MD++ cannot read the output .out file. This file can be plotted using other programs such as Matlab and Gnuplot.
Atomeye .cfg file
We often use Atomeye to visualize the atomic configurations from MD++ simulations. The following command writes the current configuration into Atomeye's .cfg format.
finalcnfile = nanowire.cfg writeatomeyecfg
By default, all atoms will be written into the .cfg file. However, we usually configure MD++ to plot only the "defect" atoms (either with a high local energy or central symmetry parameter) in the X-display window. In this case, only those atoms that would be seen in the X-display window will be written into the .cfg file. As a result, the .cfg file is usually much smaller than the .cn file. This allows us to save it more frequently (e.g. to make a movie). However, in this case we cannot restart the simulation from the .cfg file because many atoms are missing.
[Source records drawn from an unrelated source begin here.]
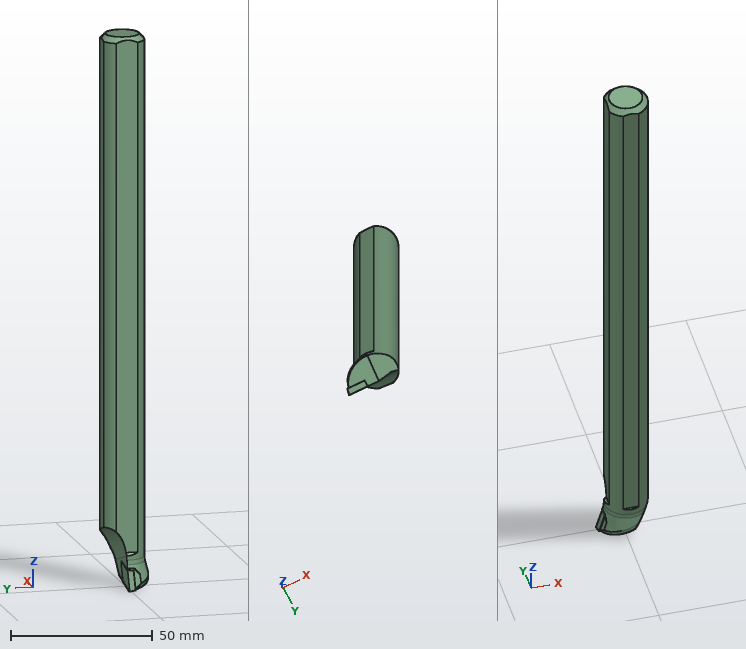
import cadquery as cq
import math

TOTAL_LENGTH = 201.25
SHANK_RADIUS = 8.0
NOSE_REACH = 10.89
END_CHAMFER = 2.0

SIDE_FLAT = 7.0
FACE_FLAT = 7.5
FLAT_END_Z = 13.5

NECK_Z = 11.0
FLARE_Z = 9.4
HEAD_BOTTOM_Z = -1.0
BLEND_GROWTH = 0.09
BLEND_SHIFT = 0.09
FLARE_GROWTH = 0.236
FLARE_SHIFT = 0.075
BACK_CUT_Z = 12.8
BACK_CUT_ANGLE = 51.0

INSERT_ANGLE = 55.0
INSCRIBED_DIAMETER = 6.35
INSERT_THICKNESS = 2.38
INSERT_RELIEF = 7.0
NOSE_RADIUS = 0.4
RAKE_TILT = 5.0

SIDE_SETBACK = 0.5
END_SETBACK = 0.15
SIDE_RELIEF = 7.0
END_RELIEF = 3.0
SEAT_CLEARANCE = 0.9
SEAT_BEVEL = 2.0
SEAT_DEPTH = 4.3
LAND_HEIGHT = 1.6
GULLET_RADIUS = 12.3
GULLET_START = 10.0

CUT_SIZE = 60.0

LEAN = math.radians((90 - INSERT_ANGLE) / 2)
EDGE_LENGTH = INSCRIBED_DIAMETER / math.sin(math.radians(INSERT_ANGLE))
SIDE_DIR = (math.sin(LEAN), math.cos(LEAN))
END_DIR = (math.cos(LEAN), math.sin(LEAN))

NOSE_CENTER_X = NOSE_RADIUS - NOSE_REACH
NOSE_CENTER_Z = NOSE_RADIUS
CORNER_DISTANCE = NOSE_RADIUS / math.sin(math.radians(INSERT_ANGLE / 2))
CORNER_X = NOSE_CENTER_X - CORNER_DISTANCE * math.sqrt(0.5)
CORNER_Z = NOSE_CENTER_Z - CORNER_DISTANCE * math.sqrt(0.5)


def tilt_to_rake(body):
    """Turn a body about the vertical line through the nose."""
    return body.rotate((-NOSE_REACH, 0, 0), (-NOSE_REACH, 0, 1), RAKE_TILT)


def make_shank():
    length = TOTAL_LENGTH - NECK_Z
    shank = cq.Workplane("XY").workplane(offset=NECK_Z).circle(SHANK_RADIUS).extrude(length)
    return shank.faces(">Z").chamfer(END_CHAMFER)


def flat_cutter(distance, turn):
    """Stock removed by a flat on the -X side, turned about the bar axis."""
    depth = SHANK_RADIUS - distance
    profile = [
        (-distance, TOTAL_LENGTH),
        (-distance, FLAT_END_Z),
        (-distance - depth, FLAT_END_Z - depth),
        (-distance - depth, TOTAL_LENGTH),
    ]
    cutter = cq.Workplane("XZ").polyline(profile).close().extrude(SHANK_RADIUS, both=True)
    return cutter.rotate((0, 0, 0), (0, 0, 1), turn)


def frustum(top_z, top_shift, top_radius, bottom_z, bottom_shift, bottom_radius):
    """Oblique cone between two level circles shifted towards -X."""
    return (
        cq.Workplane("XY", origin=(-top_shift, 0, top_z)).circle(top_radius)
        .workplane(offset=bottom_z - top_z).center(top_shift - bottom_shift, 0)
        .circle(bottom_radius).loft(ruled=True)
    )


def make_head():
    flare_radius = SHANK_RADIUS + BLEND_GROWTH
    drop = FLARE_Z - HEAD_BOTTOM_Z
    bottom_shift = BLEND_SHIFT + FLARE_SHIFT * drop
    bottom_radius = flare_radius + FLARE_GROWTH * drop
    blend = frustum(NECK_Z, 0, SHANK_RADIUS, FLARE_Z, BLEND_SHIFT, flare_radius)
    flare = frustum(FLARE_Z, BLEND_SHIFT, flare_radius, HEAD_BOTTOM_Z, bottom_shift, bottom_radius)
    return blend.union(flare)


def back_cutter():
    """Sloping cut that clears the +X side of the head."""
    drop = BACK_CUT_Z + CUT_SIZE
    run = drop / math.tan(math.radians(BACK_CUT_ANGLE))
    profile = [
        (SHANK_RADIUS, BACK_CUT_Z),
        (SHANK_RADIUS - run, BACK_CUT_Z - drop),
        (SHANK_RADIUS + CUT_SIZE, BACK_CUT_Z - drop),
        (SHANK_RADIUS + CUT_SIZE, BACK_CUT_Z),
    ]
    return cq.Workplane("XZ").polyline(profile).close().extrude(CUT_SIZE, both=True)


def relief_plane(edge_dir, outward, setback, relief):
    """Holder face behind a cutting edge, leaning in below it; local x follows the edge."""
    origin = (CORNER_X - setback * outward[0], 0, CORNER_Z - setback * outward[1])
    angle = math.radians(relief)
    normal = (math.cos(angle) * outward[0], -math.sin(angle), math.cos(angle) * outward[1])
    return cq.Plane(origin=origin, xDir=(edge_dir[0], 0, edge_dir[1]), normal=normal)


def side_cutter():
    """Relief beside the insert, closed just above it with a bevelled upper corner."""
    outward = (-SIDE_DIR[1], SIDE_DIR[0])
    plane = relief_plane(SIDE_DIR, outward, SIDE_SETBACK, SIDE_RELIEF)
    top = EDGE_LENGTH + SEAT_CLEARANCE
    profile = [
        (-CUT_SIZE, CUT_SIZE),
        (top, CUT_SIZE),
        (top, SEAT_BEVEL - SEAT_DEPTH),
        (top - SEAT_BEVEL, -SEAT_DEPTH),
        (top - SEAT_BEVEL, -CUT_SIZE),
        (-CUT_SIZE, -CUT_SIZE),
    ]
    return cq.Workplane(plane).polyline(profile).close().extrude(CUT_SIZE)


def add_end_land(head):
    """Trim the flare parallel to the end cutting edge and carry its section on straight."""
    outward = (END_DIR[1], -END_DIR[0])
    plane = relief_plane(END_DIR, outward, END_SETBACK + LAND_HEIGHT, END_RELIEF)
    trimmed = head.cut(cq.Workplane(plane).rect(CUT_SIZE, CUT_SIZE).extrude(CUT_SIZE))
    section = trimmed.faces("<Z").val()
    land = cq.Solid.extrudeLinear(section, plane.zDir * LAND_HEIGHT)
    return trimmed.union(cq.Workplane(land))


def gullet_cutter():
    """Space above the rake plane, curving out of the bar along the side cutting edge."""
    axis_point = (0, 0, GULLET_START)
    across = (-SIDE_DIR[1], 0, SIDE_DIR[0])
    plane = cq.Plane(origin=axis_point, xDir=(SIDE_DIR[0], 0, SIDE_DIR[1]), normal=across)
    diagonal = GULLET_RADIUS * math.sqrt(0.5)
    cutter = (
        cq.Workplane(plane)
        .moveTo(-CUT_SIZE / 2, 0)
        .lineTo(0, 0)
        .threePointArc(
            (diagonal, GULLET_RADIUS - diagonal),
            (GULLET_RADIUS, GULLET_RADIUS),
        )
        .lineTo(-CUT_SIZE / 2, GULLET_RADIUS)
        .close()
        .extrude(CUT_SIZE / 2, both=True)
    )
    return tilt_to_rake(cutter)


def make_insert():
    corner = cq.Vector(CORNER_X, CORNER_Z)
    up = cq.Vector(*SIDE_DIR) * EDGE_LENGTH
    along = cq.Vector(*END_DIR) * EDGE_LENGTH
    corners = [corner, corner + along, corner + along + up, corner + up]
    outline = (
        cq.Sketch()
        .polygon([(p.x, p.y) for p in corners + corners[:1]])
        .vertices().fillet(NOSE_RADIUS)
    )
    blank = cq.Workplane("XZ").placeSketch(outline).extrude(INSERT_THICKNESS, taper=INSERT_RELIEF)
    return tilt_to_rake(blank)


insert = make_insert()

holder = make_shank()
for distance, turn in [(SIDE_FLAT, 0), (FACE_FLAT, 90), (FACE_FLAT, -90)]:
    holder = holder.cut(flat_cutter(distance, turn))
holder = holder.union(add_end_land(make_head()))
holder = holder.cut(back_cutter())
holder = holder.cut(side_cutter())
holder = holder.cut(gullet_cutter())
holder = holder.cut(insert)

result = cq.Compound.makeCompound([holder.val(), insert.val()])

We can also configure MD++ to write .cfg files periodicaly in an MD simulation by setting savecfg = 1 and, e.g., savecfgfreq = 10 before calling run.
VASP POSCAR File
MD++ can write atomic configurations into VASP's POSCAR format using the writePOSCAR command. It can also read the energy and atomic forces from VASP's OUTCAR file using the readOUTCAR command. The following example illustrates how to do create a vacancy in Si crystal, call VASP to compute the energy and atomic forces and return to MD++. For convenience, the input script is written in Tcl format.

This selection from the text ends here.